Север повернулся набок и хмыкнул:
– Не отпускают профессорские байки?
Росс прочесал пальцами влажные волосы и, надув щёки, с пыхтением выдохнул.
– Ёлки! Пить охота.
В проёме, ребристо освещённом сквозь доски луной, мелькнул собачий хвост. Табо высунула морду из-за угла, коротко вскульнула и опять пропала за углом.
– Димыч, что-то не так.
Напарник приподнял голову и вопросительно посмотрел на Росса.
– Табо, – пояснил тот, не отрывая глаз от проёма, за которым нетерпеливо ходила собака. – Она что-то чует.
Сон покинул его окончательно. Действуя на автомате, Эд быстро поднялся, достал и проверил пистолет.
– Пойду гляну.
Выскользнув из помещения, он припустил за убегающей псиной. Табо привела к нижнему посту. Панели, которыми перекрыли просвет под днищем грузовика, были аккуратно сдвинуты в сторону. У колёс вповалку лежали дежурные. Тишина холодком пощекотала нутро.

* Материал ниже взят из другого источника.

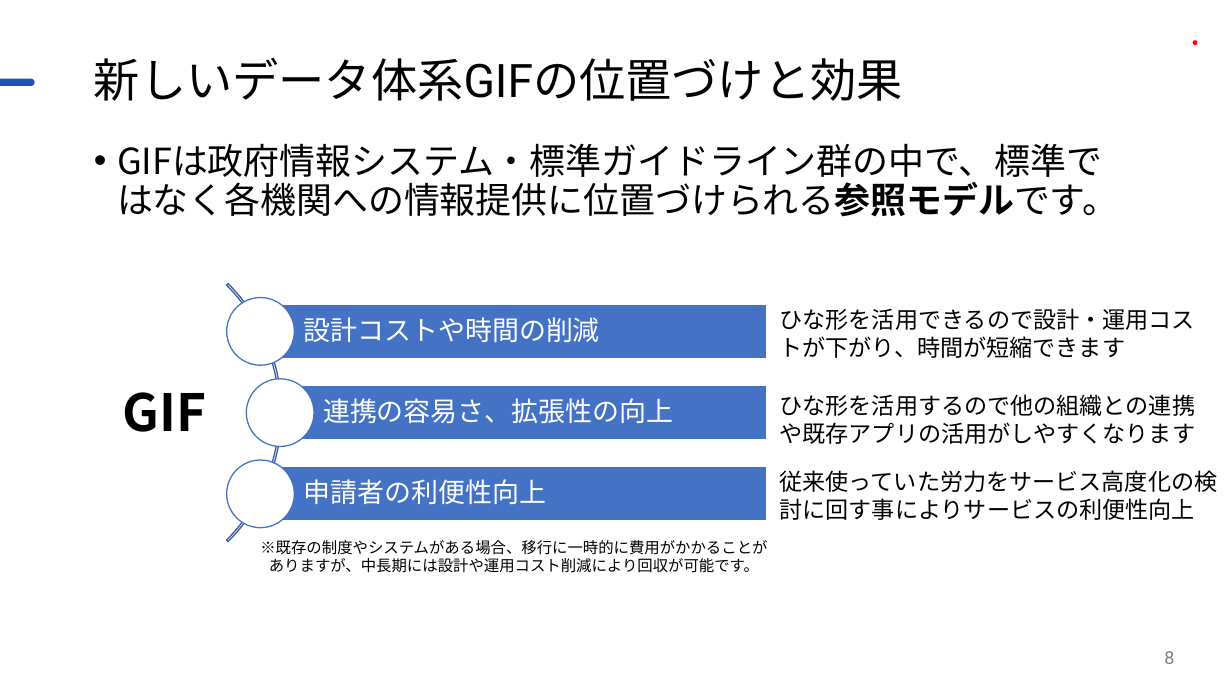
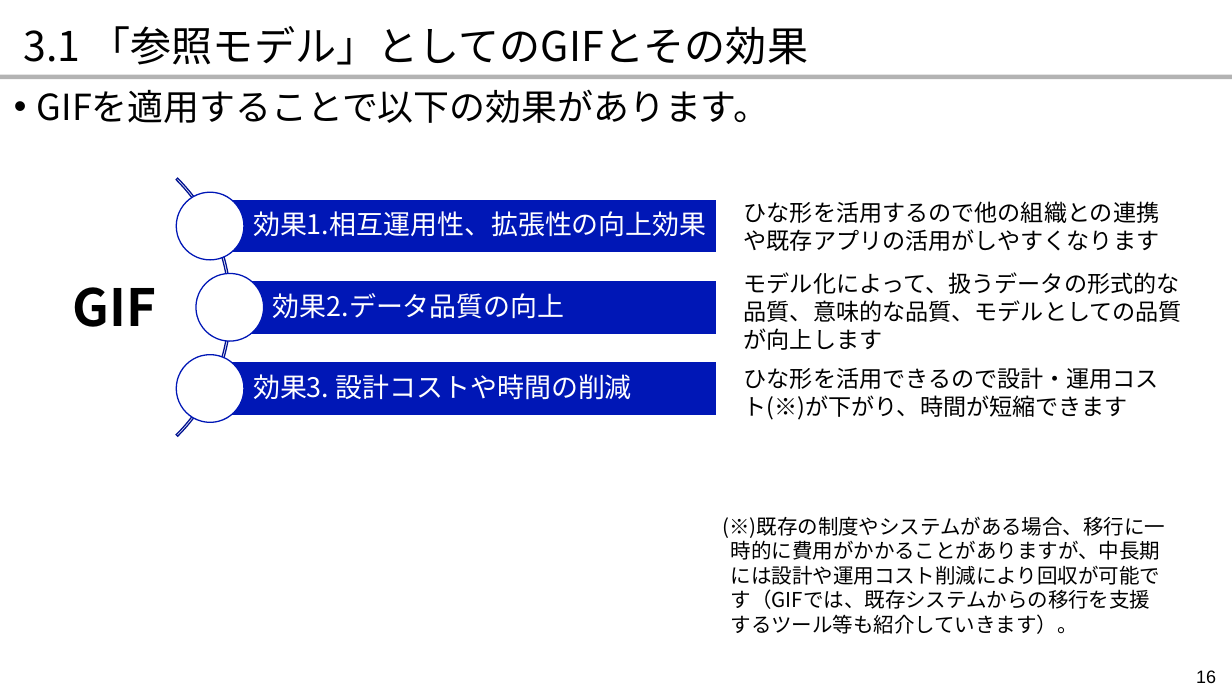
Before and after one commit to JDA-DM/GIF, a slide deck: slide 16 of 410_全体説明/411_GIF説明資料.pptx (slide 8 before the commit). Drawn at 1232x693 pixels with LibreOffice and Linux fonts; fonts in the diff are those of the drawing; background and template pictures are left out. Boxes give left, top, right and bottom in pixels: in the first picture for what was removed or moved away, otherwise in the second. Text is boxed around its words. In the diff, an @@ line names an element or a change of style, - is before the commit and + after.

```diff
--- a/410_全体説明/411_GIF説明資料.pptx
+++ b/410_全体説明/411_GIF説明資料.pptx
@@ text added at [24, 26, 808, 65], 32 pt, text #000000 @@
+3.1 「参照モデル」としてのGIFとその効果
@@ title removed at [94, 58, 903, 101] @@
-新しいデータ体系GIFの位置づけと効果
@@ ellipse removed at [1193, 41, 1198, 45] @@
@@ rounded rectangle removed at [0, 79, 34, 86] @@
@@ rectangle added at [0, 75, 1232, 79], fill #B3B3B3 @@
@@ text added at [37, 89, 769, 123], 28 pt, text #000000 @@
+• GIFを適用することで以下の効果があります。
@@ arch (boxed as its full ring): place and size @@
-arch (boxed as its full ring) at [0, 230, 282, 595]
+arch (boxed as its full ring) at [0, 125, 231, 490]
@@ arch (boxed as its full ring) at [0, 125, 231, 490]: outline #365B9D 1 pt to #001292 1 pt @@
@@ text removed at [117, 143, 1118, 217] @@
-• GIFは政府情報システム・標準ガイドライン群の中で、標準ではなく各機関への情報提供に位置づけられる参照モデルです。
@@ text "ひな形を活用するので他の組織との連携や既存アプリの活用がしやすくなります": place and size @@
-text "ひな形を活用するので他の組織との連携や既存アプリの活用がしやすくなります" at [780, 394, 1196, 444]
+text "ひな形を活用するので他の組織との連携や既存アプリの活用がしやすくなります" at [744, 201, 1160, 251]
@@ text "GIF": place and size @@
-text "GIF" at [123, 392, 207, 432]
+text "GIF" at [72, 287, 156, 327]
@@ ellipse: place and size @@
-ellipse at [226, 298, 294, 365]
+ellipse at [196, 274, 263, 341]
@@ ellipse at [196, 274, 263, 341]: outline #4472C4 1 pt to #0017B6 1 pt @@
@@ rectangle: place and size @@
-rectangle at [261, 304, 767, 359]
+rectangle at [230, 280, 717, 335]
@@ rectangle at [230, 280, 717, 335]: fill #4472C4 to #0017B6 @@
@@ group added at [177, 192, 716, 318]: 2 texts, 1 rectangle, 1 ellipse @@
+効果1.相互運用性、拡張性の向上効果
+効果2.データ品質の向上
@@ text added at [744, 272, 1182, 350], 18 pt, text #000000 @@
+モデル化によって、扱うデータの形式的な品質、意味的な品質、モデルとしての品質が向上します
@@ ellipse at [177, 355, 244, 422]: outline #4472C4 1 pt to #0017B6 1 pt @@
@@ ellipse: place and size @@
-ellipse at [247, 379, 314, 446]
+ellipse at [177, 355, 244, 422]
@@ rectangle at [210, 361, 716, 416]: fill #4472C4 to #0017B6 @@
@@ rectangle: place and size @@
-rectangle at [280, 385, 767, 440]
+rectangle at [210, 361, 716, 416]
@@ text at [253, 374, 631, 400]: text changed @@
-設計コストや時間の削減
+効果3. 設計コストや時間の削減
@@ text at [744, 367, 1159, 420]: text changed @@
-ひな形を活用できるので設計・運用コストが下がり、時間が短縮できます
+ひな形を活用できるので設計・運用コスト(※)が下がり、時間が短縮できます
@@ group removed at [226, 398, 767, 528]: 2 texts, 1 rectangle, 1 ellipse @@
-連携の容易さ、拡張性の向上
-申請者の利便性向上
@@ text removed at [780, 470, 1218, 520] @@
-従来使っていた労力をサービス高度化の検討に回す事によりサービスの利便性向上
@@ text at [722, 516, 1165, 634]: text changed; size 12 to 16 pt @@
-※既存の制度やシステムがある場合、移行に一時的に費用がかかることがありますが、中長期には設計や運用コスト削減により回収が可能です。
+(※)既存の制度やシステムがある場合、移行に一時的に費用がかかることがありますが、中長期には設計や運用コスト削減により回収が可能です（GIFでは、既存システムからの移行を支援するツール等も紹介していきます）。
@@ page number removed at [1164, 651, 1174, 664] @@
-8
@@ page number added at [1196, 670, 1216, 683], 14 pt, text #000000 @@
+16
```
Also in this commit, not shown: 9 other slides changed, 53 slides added, 15 slides removed.

Росс ринулся к бойцам – те вроде спали, но в каком-то странном оцепенелом положении. Так, что сперва показалось – не дышат. Кое-как Эду удалось их распихать. Парни мотали отяжелевшими головами и никак не могли сообразить, где находятся.
– Да ети ж!.. – выдал подоспевший Север и кинулся к лестнице.
Очень скоро левая часть дома загрохотала от тяжёлого топота. С верхнего уровня торопливо спускались разбуженные бойцы. Хасан с Урядовым кинулись на крышу.
Север склонился над безвольным дежурным, наткнулся на бессмысленный взгляд и с силой потряс парня за плечо. Но тот болтал головой, точно с вечера хватанул лишка.
– Такая же херня была в лагере, – вспомнил Росс.
– Наверху то же, – сообщил сбегающий по лестнице Хасан. За ним, озираясь, спешил Урядов. – Морок какой-то.
Протиснувшись мимо столпившихся бойцов, перед оцепеневшими парнями присел Макс Юрбен.
– Я ими займусь, – сказал медик. – Только нужно перенести их в помещение.
Эд присел у сдвинутых панелей. С той стороны грузовика, поскуливая, ходила Табо.
– У нас кто-то вышел погулять, – сообщил он. – Пойду проверю. И нужно весь дом осмотреть.